▶ Task data:
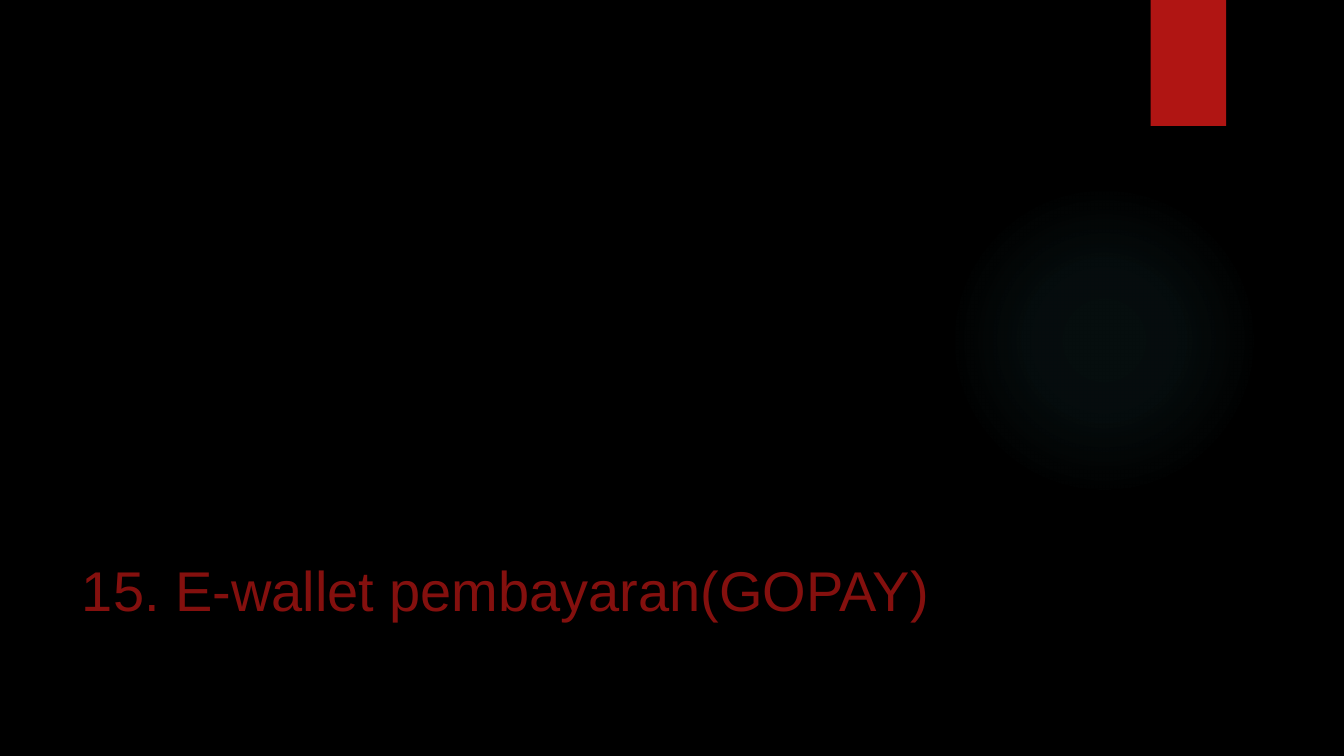
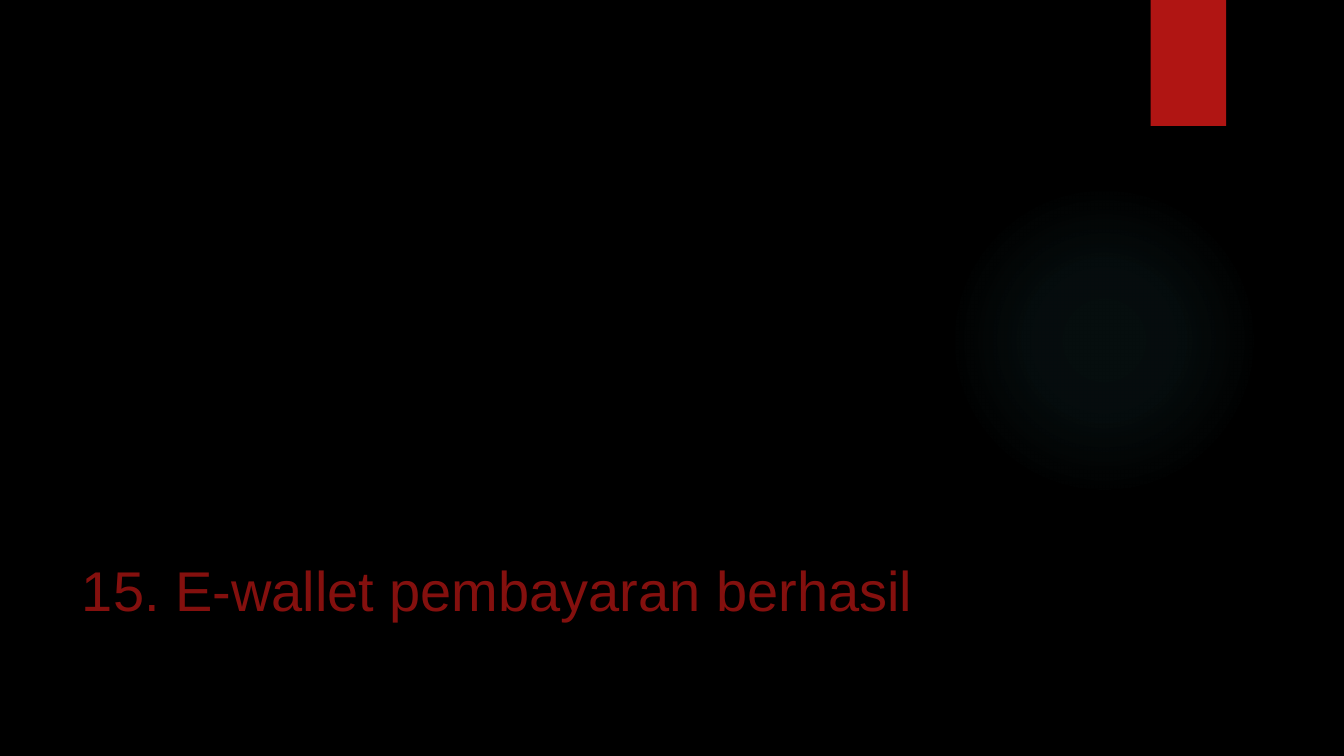
Before and after one commit to pedee13/kelompok3-X-TJKT, a slide deck: slide 27 of laporan ppt/Kelompok 3.pptx. Drawn at 1344x756 pixels with LibreOffice and Linux fonts; fonts in the diff are those of the drawing; background and template pictures are left out. Boxes give left, top, right and bottom in pixels: in the first picture for what was removed or moved away, otherwise in the second. Text is boxed around its words. In the diff, an @@ line names an element or a change of style, - is before the commit and + after.

```diff
--- a/laporan ppt/Kelompok 3.pptx
+++ b/laporan ppt/Kelompok 3.pptx
@@ title at bbox=[82, 570, 912, 620]: text changed @@
-15. E-wallet pembayaran(GOPAY)
+15. E-wallet pembayaran berhasil
```
Also in this commit, not shown: 1 other slide changed, 2 other files.

▶ Prompt: Please copy the data above exactly; the pictures do not belong in the copy.

▶ Task response:
Before and after one commit to pedee13/kelompok3-X-TJKT, a slide deck: slide 27 of laporan ppt/Kelompok 3.pptx. Drawn at 1344x756 pixels with LibreOffice and Linux fonts; fonts in the diff are those of the drawing; background and template pictures are left out. Boxes give left, top, right and bottom in pixels: in the first picture for what was removed or moved away, otherwise in the second. Text is boxed around its words. In the diff, an @@ line names an element or a change of style, - is before the commit and + after.

```diff
--- a/laporan ppt/Kelompok 3.pptx
+++ b/laporan ppt/Kelompok 3.pptx
@@ title at bbox=[82, 570, 912, 620]: text changed @@
-15. E-wallet pembayaran(GOPAY)
+15. E-wallet pembayaran berhasil
```
Also in this commit, not shown: 1 other slide changed, 2 other files.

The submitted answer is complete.